Damn Yankees shouldn't be such a slog. (The movie's a full hour shorter.) The show is full of juicy tunes—"Whatever Lola Wants," "(You Gotta Have) Heart," "Two Lost Souls"—that nudge the story along the way songs should in a good musical. A Broadway smash in the mid-1950s, Damn Yankees has enjoyed plenty of revivals, notably on Broadway again in 1994 with an active assist from its original writer-director, George Abbott. He was 106 at the time. He died the following year.

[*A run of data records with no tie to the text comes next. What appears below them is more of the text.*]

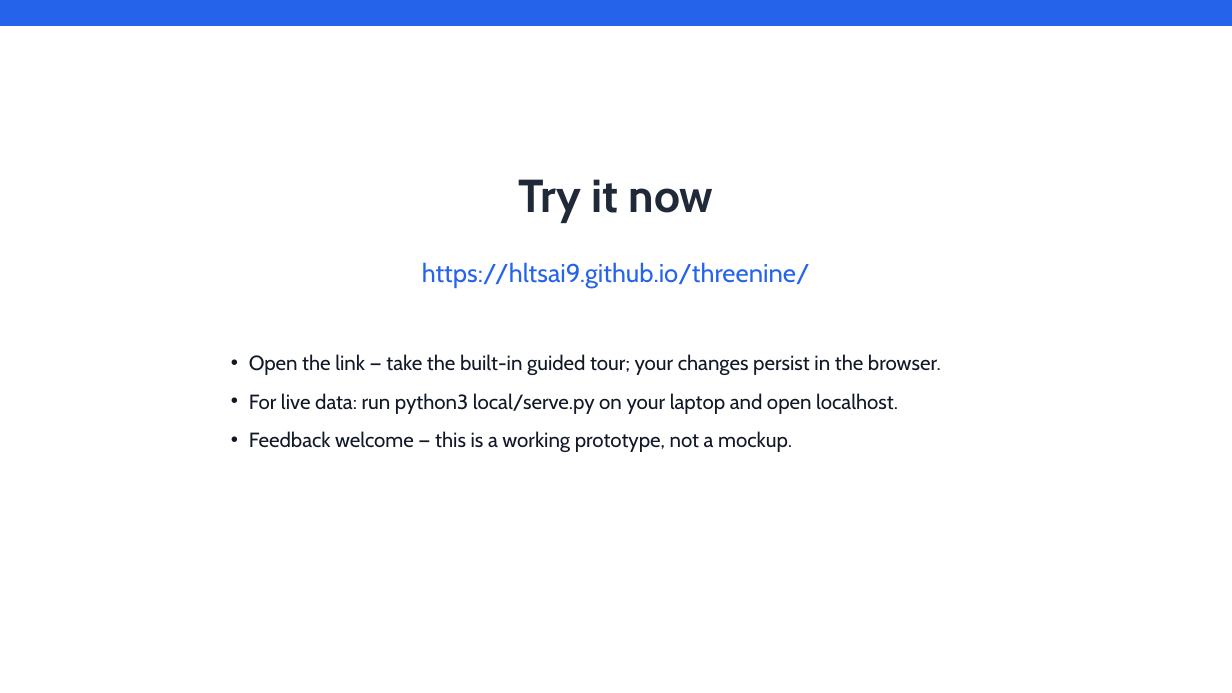
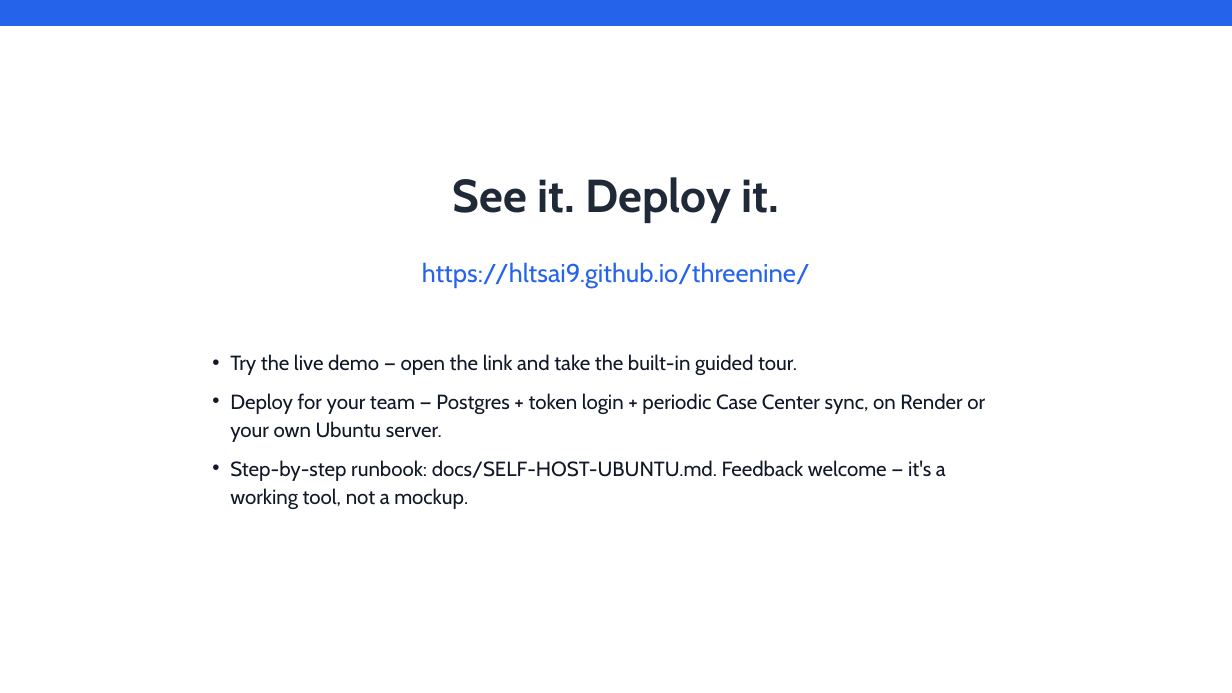
Before and after one commit to hltsai9/threenine, a slide deck: slide 16 of slides/Case-Tracker-Overview.pptx (slide 14 before the commit). Drawn at 1232x693 pixels with LibreOffice and Linux fonts; fonts in the diff are those of the drawing. Boxes give left, top, right and bottom in pixels: in the first picture for what was removed or moved away, otherwise in the second. Text is boxed around its words. In the diff, an @@ line names an element or a change of style, - is before the commit and + after.

```diff
--- a/slides/Case-Tracker-Overview.pptx
+++ b/slides/Case-Tracker-Overview.pptx
@@ text at [453, 177, 779, 223]: text changed @@
-Try it now
+See it. Deploy it.
@@ text at [230, 354, 985, 509]: text changed @@
-• Open the link — take the built-in guided tour; your changes persist in the browser.
-• For live data: run python3 local/serve.py on your laptop and open localhost.
-• Feedback welcome — this is a working prototype, not a mockup.
+• Try the live demo — open the link and take the built-in guided tour.
+• Deploy for your team — Postgres + token login + periodic Case Center sync, on Render or your own Ubuntu server.
+• Step-by-step runbook: docs/SELF-HOST-UBUNTU.md. Feedback welcome — it's a working tool, not a mockup.
```
Also in this commit, not shown: 11 other slides changed, 3 slides added, 1 slide removed, 5 other files.

The Garland production directed by Buff Shurr has drafted some strong local performers for the leads. As Joe Hardy, the frustrated baseball nut who makes his Faustian deal to bat one winning season for the Washington Senators, handsome Joshua Doss looks like a jock and sings like an angel. Doss is a comer on the Dallas musical theater scene, with recent starring credits at Lyric Stage and Uptown Players. His nemesis in Yankees, the devil-may-care (and he does) Mr. Applegate, is played by John Garcia, a likable supporting actor. He takes this character into some broadly camp directions, but at least when Garcia is onstage, mugging like Danny DeVito with more hair, there are plenty of laughs.

For a musical comedy, this Damn Yankees is damn short on the funniness. Maybe it's the Granville Arts Center's lousy acoustics, which turn most of the dialogue into a muddle of echoes and murmurs; maybe it's that the slow, maudlin book scenes between Joe and Meg (Jenay Puckett), the dowdy wife he abandons to play ball, seem slower and maudlin-er than ever.